# TRANSALP im BIKE Test ??



## MEGATEC (15. Februar 2010)

Bei Facebook habe ich heute erstaunliches über die Testmethoden gelesen, und nun wollte ich mal fragen ob das BIKE Magazin an Transalp24 eigentlich schon mal mit der Bitte um nen Bike für nen Test herangetreten ist ?
Wäre doch Super Werbung wenn sie in nem Test wären.

Zitat :
_BIKE Magazin
Hallo!

Ich hab zu dem Thema inzwischen noch einmal mit unserem Testleiter gesprochen. Wir haben seit 11/09 bis zur aktuellen Produktion 5/09 rund 50 verschiedene Hersteller im Heft.

Das größte Problem bei der ganzen Geschichte ist aber nicht, dass die BIKE nicht will, sondern das wir nicht können. Viele Hersteller können schlicht keine Produkte zu den festgesetzten Terminen oder Preiskategorien der Tests anliefern.
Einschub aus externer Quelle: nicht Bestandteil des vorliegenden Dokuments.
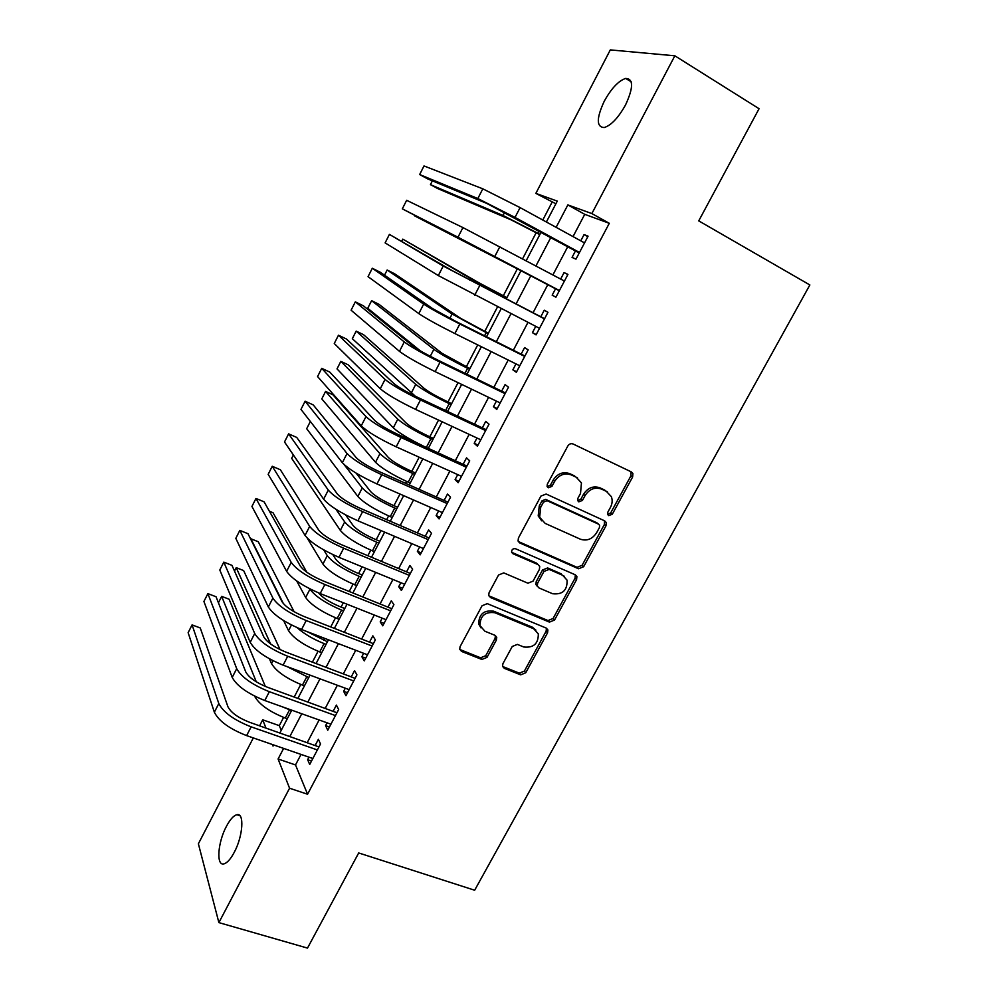 <?xml version="1.0" encoding="UTF-8"?>
<svg xmlns="http://www.w3.org/2000/svg" width="998" height="998" viewBox="0 0 998 998"><rect width="100%" height="100%" fill="white"/><g stroke="black" fill="none" stroke-linecap="round" stroke-linejoin="round"><path stroke-width="1.5" d="M607.632 514.457L608.73 515.642L612.298 514.22L632.632 476.969L632.894 473.514L631.385 471.929L573.064 443.985C570.943 443.249 569.197 443.923 567.812 446.019L547.316 484.205L547.091 486.45L548.289 487.773L551.956 486.35L554.601 481.435C558.98 474.786 564.544 472.615 571.305 474.911L576.22 477.219L581.447 482.907L580.512 493.449L577.879 498.326L577.667 500.597L578.815 501.844L582.433 500.422L585.065 495.569C589.406 488.995 594.908 486.837 601.532 489.082L606.347 491.34L611.362 496.68C612.647 500.16 612.348 503.716 610.464 507.346L607.832 512.161L607.632 514.457L610.701 512.91L630.973 475.747L630.886 471.692M547.166 486.625L550.484 485.078L553.117 480.175L554.601 481.435M577.705 500.697L580.886 499.137L583.518 494.284L585.065 495.569M226.434 826.332C230.114 819.42 233.607 815.553 236.9 814.717C244.547 812.422 243.05 836.162 234.218 852.392C230.513 859.278 227.045 863.108 223.802 863.894C215.992 865.977 217.851 842.075 226.434 826.332M604.264 101.197C611.35 88.41 618.486 80.813 625.671 78.418C633.555 78.755 633.518 87.575 625.559 104.902C618.348 117.776 611.238 125.324 604.202 127.557C596.342 127.07 596.367 118.288 604.264 101.197M502.917 663.682L502.543 666.365L504.339 668.361L520.694 674.848L525.746 672.752L547.553 632.819L547.902 629.95L546.205 628.079L487.274 603.64L482.059 605.749L460.09 646.654L459.704 649.274L461.587 651.432L481.872 659.466L487.024 657.358L496.368 640.067L496.742 637.335L494.933 635.302L484.916 631.235L479.988 625.621C480.138 615.803 485.103 611.512 494.883 612.735L533.693 628.765L538.309 633.842C538.433 643.66 533.581 648.051 523.763 646.991L517.363 644.396L512.248 646.492L502.917 663.682M555.886 203.767L535.851 193.387L610.302 49.9L674.848 55.801L759.066 108.72L698.737 220.87L809.865 284.954L474.661 890.228L358.694 852.953L307.496 948.1L218.886 922.614L198.377 843.784L253.317 737.921M674.848 55.801L591.864 213.572L567.85 204.914L556.123 227.332M301.034 754.413L295.508 764.942L307.571 794.233L609.291 223.303L591.864 213.572M307.571 794.233L289.57 788.22L218.886 922.614M578.553 568.76L583.643 566.714L605.973 525.809L606.26 522.553L604.688 520.869L546.168 494.035L540.928 496.081L518.424 538.009L518.074 541.003L519.858 542.999L578.553 568.76L577.056 567.326L582.121 565.28L604.389 524.474L604.464 520.769M576.582 579.638L554.526 620.045L549.449 622.116L490.542 597.553L488.708 595.457L489.082 592.662L498.576 574.985L503.79 572.902L527.917 583.206L533.069 581.123L539.369 569.484L539.718 566.49L537.984 564.569L512.885 553.678L511.637 552.256C511.6 549.561 512.897 548.389 515.542 548.738L575.272 574.798L576.906 576.582L576.582 579.638L575.085 578.166L553.092 618.486L554.526 620.045M575.547 250.76L572.054 257.409L575.971 259.143L588.072 236.177L584.067 234.58L580.774 240.83M555.636 288.597L552.168 295.196L555.923 297.179L567.937 274.4L564.082 272.554L560.664 279.053M535.739 326.383L532.433 332.671L536.051 334.891L547.964 312.299L544.247 310.216L540.804 316.778M515.991 363.896L512.86 369.846L516.34 372.304L528.154 349.886L524.586 347.578L521.168 354.09M496.405 401.109L493.449 406.722L496.792 409.405L508.506 387.174L505.088 384.629L501.682 391.091M476.982 438.01L474.2 443.299L477.406 446.206L489.02 424.162L485.739 421.393L482.371 427.793M457.708 474.624L455.1 479.589L458.169 482.708L469.696 460.839L466.54 457.845L463.197 464.195M438.596 510.939L436.151 515.579L439.083 518.923L450.522 497.229L447.503 494.022L444.185 500.322M419.634 546.954L417.364 551.283L420.158 554.851L431.498 533.331L428.616 529.901L425.323 536.151M400.822 582.695L398.713 586.712L401.383 590.479L412.636 569.134L409.879 565.492L406.623 571.692M382.172 618.149L380.213 621.854L382.758 625.833L393.911 604.651L391.291 600.808L388.06 606.959M363.659 653.316L361.862 656.721L364.282 660.901L375.348 639.893L372.853 635.838L369.634 641.939M345.283 688.208L343.649 691.327L345.944 695.706L356.922 674.86L354.552 670.594L351.371 676.656M327.07 722.826L325.573 725.646L327.756 730.224L338.646 709.541L336.401 705.087L333.245 711.087M609.291 223.303L584.741 214.333L573.039 236.601M567.812 246.556L552.904 274.937M547.877 284.505L533.032 312.773M527.967 322.404L513.371 350.186M508.207 360.029L493.885 387.299M488.596 397.354L474.549 424.113M469.16 434.367L455.362 460.627M449.873 471.081L436.338 496.842M430.737 507.495L417.463 532.782M411.762 543.623L398.738 568.423M392.938 579.464L380.151 603.79M374.262 615.005L361.725 638.87M355.737 650.272L343.437 673.675M337.361 685.264L325.298 708.218M319.123 719.982L307.297 742.487M308.981 757.17L307.646 759.703L309.704 764.48L320.52 743.959L318.387 739.306L315.256 745.269M551.994 202.344L542.787 220.034M536.188 232.684L522.578 258.819M517.351 268.836L503.316 295.77M497.553 306.835L484.729 331.436M477.718 344.896L466.291 366.815M458.045 382.646L447.99 401.932M438.534 420.083L429.839 436.775M419.185 457.221L411.812 471.355M406.573 481.423L405.612 483.269M399.998 494.047L393.936 505.674M388.596 515.916L386.675 519.609M380.962 530.574L376.184 539.731M370.769 550.135L367.888 555.649M362.074 566.802L358.581 573.526M353.067 584.104L349.263 591.402M343.349 602.742L341.091 607.071M335.503 617.812L330.775 626.869M324.774 638.396L323.751 640.367M318.063 651.27L312.449 662.061M300.76 684.466L294.248 696.966M283.594 717.425L279.303 725.646L281.236 730.336M259.605 725.795L262.711 719.808L265.93 728.004M279.303 725.646L262.711 719.808M546.38 222.005L557.283 201.109L535.851 193.387M272.417 744.52L273.028 746.08L273.614 744.945M279.902 732.894L291.753 710.177M297.94 698.301L310.029 675.135M316.129 663.433L328.454 639.805M334.455 628.291L347.03 604.202M352.93 592.874L365.742 568.311M371.555 557.171L384.617 532.121M390.33 521.168L403.654 495.644M409.255 484.891L422.84 458.868M428.342 448.302L442.176 421.78M447.578 411.426L461.675 384.392M466.977 374.25L481.335 346.705M486.525 336.763L501.171 308.694M506.236 298.963L521.131 270.408M526.183 260.728L541.141 232.06M283.632 748.4L278.093 758.991L289.57 788.22M550.884 237.362L535.951 265.917M530.911 275.56L516.028 304.016M510.964 313.709L496.343 341.665M491.153 351.57L476.807 379.015M471.518 389.133L457.433 416.066M452.032 426.383L438.222 452.805M432.72 463.334L419.16 489.257M413.546 499.973L400.248 525.41M394.547 536.325L381.486 561.275M375.685 572.378L362.885 596.866M356.985 608.156L344.422 632.158M338.422 643.635L326.109 667.175M320.009 678.84L307.945 701.931M301.758 713.757L289.907 736.399M584.741 214.333L567.85 204.914M295.508 764.942L278.093 758.991M584.067 234.58L587.822 236.651M552.168 295.196L555.936 297.167M564.082 272.554L567.837 274.562M532.433 332.671L536.213 334.592M512.86 369.846L516.652 371.718M493.449 406.722L497.254 408.544M474.2 443.299L478.005 445.071M455.1 479.589L458.918 481.298M436.151 515.579L439.968 517.238M417.364 551.283L421.181 552.904M398.713 586.712L402.543 588.284M380.213 621.854L384.055 623.376M361.862 656.721L365.705 658.193M343.649 691.327L347.504 692.749M325.573 725.646L329.44 727.031M307.646 759.703L311.513 761.037M607.458 491.952L606.347 491.34M583.518 494.284C587.859 487.735 593.336 485.577 599.948 487.822L604.751 490.08M577.505 477.93L576.22 477.219M553.117 480.175C557.483 473.551 563.034 471.38 569.783 473.676L574.686 475.971M518.286 541.515L577.056 567.326M599.411 527.605L599.623 525.347L598.513 524.15L547.129 500.697L543.473 502.131L540.704 507.283L539.644 517.251L545.17 523.401L580.325 539.182C586.924 541.303 592.375 539.132 596.654 532.658L599.411 527.605M597.839 523.576L598.513 524.15M541.689 520.831L538.209 515.904L539.257 505.974L542.026 500.821L545.669 499.387L596.941 522.815M488.82 595.806L548.027 620.556L553.092 618.486M538.134 564.643L536.575 563.134L511.65 552.293M552.555 593.723C562.598 594.833 567.438 590.305 567.064 580.137L562.598 575.26L549.087 569.396L543.947 571.455L537.648 583.082L537.298 586.026L539.02 587.947L552.555 593.723M564.307 576.27L562.598 575.26M537.423 586.35L535.889 584.529L536.238 581.597L542.513 569.995L547.64 567.937L561.125 573.8M575.085 578.166L575.285 574.811M535.926 630.137L532.296 627.168L533.693 628.765M480.924 627.854L478.716 624.024C478.865 614.219 483.818 609.94 493.573 611.175L532.296 627.168M459.754 649.449L480.612 657.794L485.739 655.698L495.07 638.446L495.382 635.526M502.58 666.464L519.347 673.151L524.399 671.068L546.131 631.223L546.43 628.191M539.793 234.642L511.25 219.934L437.723 188.572L430.437 184.642L503.004 215.468L539.955 234.33M432.371 180.838L430.437 184.642M482.807 188.822L477.83 198.54L419.659 174.55L424 165.942L482.807 188.822L520.095 207.609L584.529 242.888M477.83 198.54L515.018 217.414L579.489 252.457M579.227 252.956L486.725 203.38L427.668 178.892L419.659 174.55M520.956 270.745L414.607 215.867L520.981 270.708M506.934 297.629L478.766 282.696L402.805 239.146L470.482 278.43L506.847 297.791M402.805 239.146L401.807 241.104M488.359 333.245L460.39 318.187L394.472 273.702L387.149 270.009L452.094 314.021L488.134 333.669M387.149 270.009L384.517 275.199M469.921 368.586L442.164 353.392L378.928 304.278L371.605 300.66L433.856 349.337C440.53 354.103 451.782 360.428 467.6 368.299L469.571 369.26M371.605 300.66L367.738 308.295L420.345 350.872M462.935 227.581L457.995 237.225L402.331 208.844L406.648 200.299L462.935 227.581L564.419 281.049M457.995 237.225L559.429 290.543M559.317 290.742L402.331 208.844M544.571 318.736L452.156 270.62L389.407 234.393L443.224 266.017L544.484 318.898M389.407 234.393L385.128 242.888L438.322 275.573L539.519 328.317M524.923 356.024L456.622 321.805L432.621 308.619L380.363 272.304L372.304 268.25L423.663 304.128C430.724 308.731 442.775 315.356 459.816 323.988L524.699 356.436M372.304 268.25L368.05 276.671L418.811 313.609C425.797 318.325 437.81 324.974 454.863 333.557L519.783 365.779M505.437 392.987L437.012 359.704C425.747 354.115 417.825 349.649 413.247 346.294L363.397 305.812L355.325 301.858L404.277 341.94C411.076 346.955 423.002 353.691 440.056 362.137L505.088 393.674M355.325 301.858L351.096 310.216L399.462 351.346C406.198 356.461 418.087 363.222 435.14 371.63L500.21 402.93M451.632 403.654L446.281 401.121C435.814 396.019 428.416 391.765 424.075 388.334L363.509 334.654L356.174 331.111L415.742 384.392C422.204 389.507 433.344 395.932 449.175 403.641L451.146 404.577M356.174 331.111L352.319 338.696L415.355 396.243M486.113 429.664L417.551 397.304C406.286 391.84 398.439 387.286 394.035 383.669L346.543 339.071L338.472 335.216L385.053 379.427C391.603 384.854 403.404 391.703 420.457 399.973L485.627 430.6M338.472 335.216L334.268 343.512L380.263 388.758C386.762 394.285 398.526 401.159 415.58 409.38L480.786 439.794M606.06 491.103L607.233 491.727M433.481 438.459L428.117 435.989C417.651 430.999 410.315 426.67 406.124 423.015L348.177 364.819L340.829 361.363L397.778 419.172C404.015 424.649 415.056 431.161 430.887 438.708L432.87 439.619M340.829 361.363L337.012 368.898L393.312 427.818C398.526 432.645 408.344 438.621 422.74 445.744M539.594 517.114L538.458 516.602M466.952 466.054L398.264 434.592C386.987 429.24 379.228 424.624 374.974 420.732L329.827 372.104L321.73 368.337L365.979 416.615C372.279 422.453 383.968 429.402 401.021 437.498L466.328 467.239M321.73 368.337L317.564 376.57L361.226 425.872C367.476 431.797 379.128 438.783 396.194 446.83L461.525 476.345M415.467 472.99L410.103 470.594C399.624 465.692 392.364 461.313 388.309 457.421L332.945 394.796L325.585 391.416L379.951 453.678C385.976 459.504 396.905 466.116 412.748 473.514L414.731 474.399M325.585 391.416L321.793 398.901L375.51 462.274C381.486 468.174 392.389 474.811 408.232 482.171L410.215 483.057M447.927 502.144L379.128 471.567C367.838 466.34 360.166 461.65 356.074 457.496L313.222 404.889L305.114 401.208L347.055 453.504C353.13 459.729 364.694 466.79 381.747 474.699L447.179 503.566M305.114 401.208L300.972 409.392L342.351 462.685C348.364 468.998 359.891 476.096 376.957 483.955L442.413 512.61M397.591 507.258L392.214 504.926C381.735 500.135 374.537 495.682 370.632 491.577L356.086 473.114M310.353 421.468L306.685 428.703L357.858 496.455C363.621 502.705 374.425 509.442 390.268 516.64L392.251 517.5M344.023 464.482L362.262 487.935C368.075 494.097 378.903 500.809 394.746 508.044L396.73 508.905M429.065 537.947L360.141 508.256C348.863 503.142 341.254 498.376 337.324 493.973L296.73 437.436L288.622 433.856L328.292 490.093C334.118 496.705 345.57 503.878 362.636 511.612L428.192 539.619M288.622 433.856L284.505 441.977L323.626 499.187C329.39 505.899 340.817 513.097 357.883 520.794L423.464 548.576M536.475 585.614L537.261 585.926M379.851 541.265L374.462 539.007C363.983 534.317 356.86 529.801 353.08 525.472L345.657 514.943M293.375 454.951L291.666 458.319L340.33 530.387C345.882 536.974 356.585 543.798 372.429 550.846L374.425 551.682M335.902 509.267L344.697 521.929C350.298 528.429 361.026 535.227 376.87 542.326L378.866 543.162M410.353 573.463L341.316 544.634C330.026 539.631 322.504 534.803 318.724 530.15L280.363 469.759L272.242 466.266L309.679 526.383C315.268 533.381 326.608 540.654 343.674 548.214L409.342 575.372M272.242 466.266L268.163 474.337L305.051 535.415C310.59 542.5 321.892 549.798 338.958 557.321L404.664 584.267M362.249 575.023L356.847 572.827C346.368 568.224 339.308 563.658 335.665 559.117L332.821 554.614M307.234 538.122L322.928 564.07C328.28 570.981 338.883 577.892 354.739 584.791L356.723 585.601M323.639 549.848L327.269 555.674C332.671 562.498 343.3 569.384 359.143 576.333L361.139 577.143M391.777 608.705L322.641 580.724C311.351 575.834 303.891 570.943 300.273 566.028L264.108 501.844L255.975 498.451L291.216 562.385C296.581 569.758 307.796 577.131 324.861 584.529L390.655 610.838M255.975 498.451L251.933 506.46L286.613 571.343C291.927 578.803 303.118 586.213 320.183 593.561L386.001 619.671M344.772 608.518L339.37 606.385C329.377 602.131 322.466 597.652 318.649 592.937M296.68 580.948L305.662 597.49C310.815 604.726 321.319 611.724 337.174 618.486L339.17 619.271M309.767 588.808L309.966 589.157C315.168 596.317 325.697 603.291 341.553 610.09L343.549 610.876M306.86 572.241L273.028 512.747L269.41 511.238M373.364 643.66L304.103 616.527C292.826 611.749 285.44 606.784 281.972 601.632L247.978 533.705L239.832 530.4L272.891 598.101C278.03 605.836 289.146 613.321 306.211 620.544L372.117 646.03M239.832 530.4L235.815 538.346L268.337 606.984C273.427 614.805 284.505 622.315 301.571 629.501L367.501 654.788M327.431 641.776L307.159 631.647M283.594 620.556L288.534 630.674C293.487 638.221 303.879 645.307 319.734 651.919L321.743 652.68M297.117 627.667C304.116 633.892 313.098 639.194 324.088 643.585L326.084 644.346M294.098 611.724L258.282 541.752L250.885 538.758L283.42 603.69M355.088 678.353L285.727 652.043C274.438 647.378 267.14 642.338 263.809 636.949L231.96 565.342L223.802 562.124L254.727 633.518C259.642 641.627 270.633 649.211 287.711 656.26L353.716 680.948M223.802 562.124L219.809 570.02L250.199 642.338C255.064 650.534 266.029 658.131 283.108 665.155L349.138 689.63M336.95 712.772L267.501 687.273C256.212 682.707 248.976 677.617 245.795 671.991L216.042 596.754L207.883 593.623L236.701 668.672C241.391 677.131 252.282 684.803 269.348 691.701L335.465 715.591M207.883 593.623L203.916 601.47L232.21 677.417C236.85 685.963 247.716 693.66 264.782 700.521L330.924 724.199M318.961 746.916L249.413 722.228C238.123 717.762 230.962 712.609 227.931 706.746L200.249 627.954L192.078 624.898L218.812 703.54C223.29 712.347 234.068 720.119 251.147 726.856L317.352 749.947M192.078 624.898L188.135 632.695L214.358 712.21C218.787 721.105 229.54 728.902 246.618 735.601L312.848 758.505M269.41 658.792L271.518 663.595C276.271 671.467 286.588 678.628 302.444 685.102L304.44 685.838M287.125 666.639L308.756 677.567M280.076 649.598L243.637 570.582L236.227 567.65L270.608 643.96M236.227 567.65L234.505 571.068M254.552 696.08L254.64 696.28C259.206 704.451 269.41 711.711 285.266 718.036L287.274 718.747M282.097 706.721L291.553 710.551M265.318 686.424L229.091 599.212L221.668 596.367L256.286 681.834M221.668 596.367L218.425 602.767M610.701 512.91L612.298 514.22M550.484 485.078L551.956 486.35M580.886 499.137L582.433 500.422M599.948 487.822L601.532 489.082M569.783 473.676L571.305 474.911M630.973 475.747L632.632 476.969M518.473 541.602L519.858 542.999M604.389 524.474L605.973 525.809M582.121 565.28L583.643 566.714M545.669 499.387L547.129 500.697M542.026 500.821L543.473 502.131M539.257 505.974L540.704 507.283M548.027 620.556L549.449 622.116M489.245 596.018L490.542 597.553M536.575 563.134L537.984 564.569M511.687 552.418L512.885 553.678M547.64 567.937L549.087 569.396M542.513 569.995L543.947 571.455M536.238 581.597L537.648 583.082M493.573 611.175L494.883 612.735M495.07 638.446L496.368 640.067M485.739 655.698L487.024 657.358M480.612 657.794L481.872 659.466M460.377 649.773L461.587 651.432M546.131 631.223L547.553 632.819M524.399 671.068L525.746 672.752M519.347 673.151L520.694 674.848M503.029 666.689L504.339 668.361M539.182 231L537.997 233.27M504.639 212.287L503.004 215.468M520.095 207.609L515.018 217.414M504.888 296.78L504.277 297.953M470.482 278.43L469.634 280.064M486.176 332.683L484.554 335.777M452.094 314.021L449.861 318.337M467.6 368.299L464.993 373.289M433.856 349.337L430.25 356.311M499.836 246.731L494.796 256.461M479.739 285.528L474.736 295.171M443.224 266.017L438.322 275.573M459.816 323.988L454.863 333.557M423.663 304.128L418.811 313.609M440.056 362.137L435.14 371.63M404.277 341.94L399.462 351.346M449.175 403.641L445.607 410.49M415.742 384.392L411.238 393.112M420.457 399.973L415.58 409.38M385.053 379.427L380.263 388.758M430.887 438.708L426.358 447.403M397.778 419.172L393.312 427.818M401.021 437.498L396.194 446.83M365.979 416.615L361.226 425.872M412.748 473.514L408.232 482.171M379.951 453.678L375.51 462.274M381.747 474.699L376.957 483.955M347.055 453.504L342.351 462.685M394.746 508.044L390.268 516.64M362.262 487.935L357.858 496.455M362.636 511.612L357.883 520.794M328.292 490.093L323.626 499.187M376.87 542.326L372.429 550.846M344.697 521.929L340.33 530.387M343.674 548.214L338.958 557.321M309.679 526.383L305.051 535.415M359.143 576.333L354.739 584.791M327.269 555.674L322.928 564.07M324.861 584.529L320.183 593.561M291.216 562.385L286.613 571.343M341.553 610.09L337.174 618.486M309.966 589.157L305.662 597.49M306.211 620.544L301.571 629.501M272.891 598.101L268.337 606.984M324.088 643.585L319.734 651.919M291.466 624.985L288.534 630.674M287.711 656.26L283.108 665.155M254.727 633.518L250.199 642.338M269.348 691.701L264.782 700.521M236.701 668.672L232.21 677.417M251.147 726.856L246.618 735.601M218.812 703.54L214.358 712.21M306.748 676.831L302.444 685.102M273.003 660.713L271.518 663.595M289.545 709.827L285.266 718.036M236.9 814.717L239.857 815.665M625.671 78.418L631.223 81.811M631.235 472.304L632.894 473.514M604.676 521.23L606.26 522.553M538.209 515.904L539.644 517.251M535.889 584.529L537.298 586.026M575.409 575.122L576.906 576.582M478.716 624.024L479.988 625.621M495.432 635.726L496.742 637.335M546.492 628.366L547.902 629.95"/></g></svg>

Das hat auch damit zu tun, dass wir eine relativ lange Vorlaufzeit für die Hefte und die aufwändigen Tests haben. Allerdings schaffen das andere Hersteller ja auch. Hier besteht also Chancengleichheit. Nicht liefern wollten/oder konnten zum Beispiel: GT, Ideal, Mondraker, Felt. Wann immer wir aber die Möglichkeit haben Bikes von kleineren Firmen zu testen tun wir dies auch. In den kommenden Heften kommen deshalb folgende Marken in Einzel- oder Gruppentests (sofern sie geliefert werden) vor: Katz Bikes, Pronghorn, BH Bikes, Centurion, MSC, Bionicon, Nox, Convey, TrengaDe, Norco, Fatmodul, Kona und Maxx. ... Mehr anzeigen

Im 999 Euro Hardtailtest in Heft 3/10 gibt es außerdem: Bergamont, Bulls, Canyon, Carver, Centurion, Corratec, Drössiger, Dynamics, Fatmodul, Focus, Fuji, KTM, Müsing, Poison, Radon, Rose, Stevens und Univega.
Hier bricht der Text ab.